A spider-wight came walking in here,
had his mantle in hand, said you were his horse,
laid his bands on your neck. They set off sailing from land.
Right when they left the land, their limbs began to cool.
Then the dwarf’s sister came walking in.
She ended it, swearing oaths
that this would never injure the ailing,
nor one who might get this galdor
or who has a grasp on how to chant this galdor.
Amen. Fiat.
3. The Nine Herbs Galdor
Recall, Mugwort, what you made clear,
What you arranged at Regenmeld.
You won the name Una, the oldest wort.
You’ve might against three and against thirty,
You’ve might against poison and flying powers,
You’ve might against the fiend that fares in the land.
And you, Way-bread, mother of worts,
Open from the east, mighty inside:
Over you carts creaked, over you the queen rode,
Over you the spouses cried, over you the oxen snorted.
You withstood them all, stand against them.
So you withstand poison and flying powers,
The fiend that fares in the land.
This wort is “Stune”; it grew on stone.
It stands against poison; it stuns pain.
It is called “stiff”; it withstands poison,
It presses the hostile, drives out poison.
This is the wort that fought the worm:
This power against poison, the power against flying powers,
This power against the fiend that fares in the land.
Put to flight, Cockspur, the lesser the greater,
The greater the lesser, ‘til there’s a cure for both.
Recall, Chamomile, what you made clear,
What you ended at Alorford.
None forfeited his life to flying powers,
Once Chamomile was made, taken as a cure.

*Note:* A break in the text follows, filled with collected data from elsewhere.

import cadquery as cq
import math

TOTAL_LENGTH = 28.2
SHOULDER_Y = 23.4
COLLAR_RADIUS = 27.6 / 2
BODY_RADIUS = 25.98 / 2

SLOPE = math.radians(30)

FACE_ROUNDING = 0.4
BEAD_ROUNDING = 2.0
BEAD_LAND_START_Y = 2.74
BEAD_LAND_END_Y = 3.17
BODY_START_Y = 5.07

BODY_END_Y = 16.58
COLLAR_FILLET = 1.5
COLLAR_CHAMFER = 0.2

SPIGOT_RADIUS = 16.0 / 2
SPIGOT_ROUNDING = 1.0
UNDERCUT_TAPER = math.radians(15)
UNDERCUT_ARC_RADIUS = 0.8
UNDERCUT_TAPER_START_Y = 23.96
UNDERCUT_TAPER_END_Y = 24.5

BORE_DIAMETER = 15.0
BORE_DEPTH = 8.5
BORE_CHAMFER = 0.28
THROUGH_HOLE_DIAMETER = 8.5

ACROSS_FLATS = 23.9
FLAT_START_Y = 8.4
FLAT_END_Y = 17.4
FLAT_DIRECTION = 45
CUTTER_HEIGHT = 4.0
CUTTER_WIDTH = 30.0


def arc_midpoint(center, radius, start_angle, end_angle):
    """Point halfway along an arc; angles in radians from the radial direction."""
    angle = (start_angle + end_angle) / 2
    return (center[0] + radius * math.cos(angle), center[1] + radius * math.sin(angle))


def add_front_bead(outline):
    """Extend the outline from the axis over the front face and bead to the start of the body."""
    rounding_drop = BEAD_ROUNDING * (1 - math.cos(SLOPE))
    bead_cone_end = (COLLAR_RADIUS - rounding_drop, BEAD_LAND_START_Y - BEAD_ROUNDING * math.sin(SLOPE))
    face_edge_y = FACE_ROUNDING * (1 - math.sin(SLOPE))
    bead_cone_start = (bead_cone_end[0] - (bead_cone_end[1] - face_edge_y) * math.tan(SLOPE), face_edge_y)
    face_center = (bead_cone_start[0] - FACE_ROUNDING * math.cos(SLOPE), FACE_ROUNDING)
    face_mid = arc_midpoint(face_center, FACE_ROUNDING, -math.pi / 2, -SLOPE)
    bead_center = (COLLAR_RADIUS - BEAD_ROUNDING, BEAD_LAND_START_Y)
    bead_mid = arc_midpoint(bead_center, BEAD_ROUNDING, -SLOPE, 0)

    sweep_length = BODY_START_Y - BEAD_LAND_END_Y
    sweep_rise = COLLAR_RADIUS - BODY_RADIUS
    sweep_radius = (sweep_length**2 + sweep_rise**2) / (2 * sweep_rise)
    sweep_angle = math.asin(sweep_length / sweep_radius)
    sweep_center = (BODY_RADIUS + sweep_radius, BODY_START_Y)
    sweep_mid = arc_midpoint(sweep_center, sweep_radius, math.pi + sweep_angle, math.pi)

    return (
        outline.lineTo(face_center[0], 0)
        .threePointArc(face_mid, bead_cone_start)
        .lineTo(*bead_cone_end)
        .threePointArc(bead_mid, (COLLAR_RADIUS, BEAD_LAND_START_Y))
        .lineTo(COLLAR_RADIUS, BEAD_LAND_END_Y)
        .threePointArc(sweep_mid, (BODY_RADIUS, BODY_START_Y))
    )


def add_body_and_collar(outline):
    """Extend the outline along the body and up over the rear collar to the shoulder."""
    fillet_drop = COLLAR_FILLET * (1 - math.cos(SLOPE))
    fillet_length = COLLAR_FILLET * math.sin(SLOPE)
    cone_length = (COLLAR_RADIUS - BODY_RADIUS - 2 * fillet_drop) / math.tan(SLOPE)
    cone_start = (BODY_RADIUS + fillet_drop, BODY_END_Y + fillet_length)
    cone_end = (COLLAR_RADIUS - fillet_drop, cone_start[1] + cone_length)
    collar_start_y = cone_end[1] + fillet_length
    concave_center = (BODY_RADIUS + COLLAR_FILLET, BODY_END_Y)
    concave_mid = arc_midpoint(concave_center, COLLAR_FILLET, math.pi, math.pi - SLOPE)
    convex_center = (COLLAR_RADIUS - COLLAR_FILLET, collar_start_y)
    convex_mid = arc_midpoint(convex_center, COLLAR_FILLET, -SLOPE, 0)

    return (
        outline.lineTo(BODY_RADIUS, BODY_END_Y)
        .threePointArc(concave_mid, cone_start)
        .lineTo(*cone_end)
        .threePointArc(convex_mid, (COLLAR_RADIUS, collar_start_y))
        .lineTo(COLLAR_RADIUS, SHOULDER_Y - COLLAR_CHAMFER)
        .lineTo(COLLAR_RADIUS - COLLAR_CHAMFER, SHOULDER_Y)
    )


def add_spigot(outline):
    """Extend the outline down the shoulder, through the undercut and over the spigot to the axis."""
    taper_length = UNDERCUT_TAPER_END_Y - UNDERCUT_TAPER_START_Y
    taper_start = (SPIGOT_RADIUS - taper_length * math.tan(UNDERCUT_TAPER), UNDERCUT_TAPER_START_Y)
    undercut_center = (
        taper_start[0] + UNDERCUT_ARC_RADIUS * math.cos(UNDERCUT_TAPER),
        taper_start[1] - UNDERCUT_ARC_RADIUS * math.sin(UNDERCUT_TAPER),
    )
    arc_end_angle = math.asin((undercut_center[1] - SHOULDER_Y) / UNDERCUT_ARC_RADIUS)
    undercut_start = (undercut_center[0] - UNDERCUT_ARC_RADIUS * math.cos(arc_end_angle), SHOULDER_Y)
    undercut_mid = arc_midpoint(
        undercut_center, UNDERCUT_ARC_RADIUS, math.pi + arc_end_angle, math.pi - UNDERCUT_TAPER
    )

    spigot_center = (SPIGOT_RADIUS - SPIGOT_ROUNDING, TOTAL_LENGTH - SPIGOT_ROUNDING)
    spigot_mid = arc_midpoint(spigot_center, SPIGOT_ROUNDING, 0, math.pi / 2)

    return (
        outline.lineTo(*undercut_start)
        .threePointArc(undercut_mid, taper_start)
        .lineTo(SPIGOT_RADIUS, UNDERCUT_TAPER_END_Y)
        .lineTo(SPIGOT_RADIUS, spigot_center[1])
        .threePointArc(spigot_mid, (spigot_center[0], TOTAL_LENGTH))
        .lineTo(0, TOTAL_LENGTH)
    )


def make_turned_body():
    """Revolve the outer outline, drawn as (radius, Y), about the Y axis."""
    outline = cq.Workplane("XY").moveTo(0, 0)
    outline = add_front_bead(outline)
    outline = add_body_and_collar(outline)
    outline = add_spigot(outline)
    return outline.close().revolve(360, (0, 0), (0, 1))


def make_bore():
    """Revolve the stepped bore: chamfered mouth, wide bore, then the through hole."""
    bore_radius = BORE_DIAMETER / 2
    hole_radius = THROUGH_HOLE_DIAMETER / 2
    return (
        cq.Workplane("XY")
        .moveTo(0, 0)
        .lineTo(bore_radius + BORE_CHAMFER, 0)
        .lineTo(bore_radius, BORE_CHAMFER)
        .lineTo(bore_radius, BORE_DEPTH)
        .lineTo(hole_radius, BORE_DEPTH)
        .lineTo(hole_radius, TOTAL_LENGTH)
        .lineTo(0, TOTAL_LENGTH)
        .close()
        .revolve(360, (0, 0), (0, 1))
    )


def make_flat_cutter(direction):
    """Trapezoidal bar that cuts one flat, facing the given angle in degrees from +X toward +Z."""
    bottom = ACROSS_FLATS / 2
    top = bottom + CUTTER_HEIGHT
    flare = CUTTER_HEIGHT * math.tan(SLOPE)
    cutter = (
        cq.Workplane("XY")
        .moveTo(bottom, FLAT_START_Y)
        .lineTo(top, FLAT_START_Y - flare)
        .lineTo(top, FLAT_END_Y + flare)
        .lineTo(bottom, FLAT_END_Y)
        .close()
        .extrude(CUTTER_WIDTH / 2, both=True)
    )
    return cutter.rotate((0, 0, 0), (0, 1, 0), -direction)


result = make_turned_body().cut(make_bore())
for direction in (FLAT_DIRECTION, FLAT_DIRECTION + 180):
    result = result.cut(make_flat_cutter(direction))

This wort is called the Crabapple,
This seal sent it off over the sea’s ridge,
A cure for evil of another poison.
These nine have power against nine poisons.

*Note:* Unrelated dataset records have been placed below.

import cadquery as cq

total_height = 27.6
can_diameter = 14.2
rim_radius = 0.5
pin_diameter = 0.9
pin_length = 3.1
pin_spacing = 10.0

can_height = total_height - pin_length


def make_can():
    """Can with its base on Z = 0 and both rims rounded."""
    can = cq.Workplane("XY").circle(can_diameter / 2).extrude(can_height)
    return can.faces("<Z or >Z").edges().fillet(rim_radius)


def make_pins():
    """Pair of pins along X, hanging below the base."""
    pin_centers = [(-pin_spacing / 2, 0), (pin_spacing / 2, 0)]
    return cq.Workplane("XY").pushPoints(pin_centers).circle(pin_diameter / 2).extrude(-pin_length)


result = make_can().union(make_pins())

A worm came sneaking, tore someone apart.
Then Woden took nine glory twigs,
Slew the adder so it slunk away in nine.
Apple and poison ended there,
So the adder never wanted to enter the house.
Chervil and Fennel, two that are fierce:
The wisest Lord made those worts,
Holy in heaven, when he hung.
He set and sent them into seven worlds
As a cure for all, the unhappy and the blessed.
She stands against poison, it stuns poison,
The power against three and against thirty,
Against the fiends’ hand and against sudden fraud,
Against the witchcraft of wicked wights.
Now these nine worts against nine who flee glory
Against nine poisons, against nine flying powers,
Against red poison, against running poison,
Against white poison, against purple poison,
Against yellow poison, against green poison,
Against black poison, against blue poison,
Against brown poison, against crimson poison,
Against snake-blister, against water-blister,
Against thorn-blister, against thistle-blister,
Against ice-blister, against poison-blister.
If any poison comes flying from the east,
Any come from the north,
Any from the west over the welter of peoples,
Christ stood over every sickness.
I alone know the running river,
Where nine adders see it narrow.
May all the weeds spring up as worts,
The seas slip apart, every salt water,
When I blow this illness away from you.
Mugwort, Way-bread, open from the east; Lambs’ Cress; Fumitory; Nettle; Crabapple; Chervil and Fennel; old soap. Work those worts to dust, mix them with the soap and the apple’s pulp. Make a paste out of water and ash, take Fennel, boil it in the paste and bathe it with an egg mixture when the person applies it, both before and after. Sing the galdor on each of the worts three times before they are prepared, and on the apple too. And sing this same galdor into the person’s mouth and the ears and on the wound, before the salve is applied.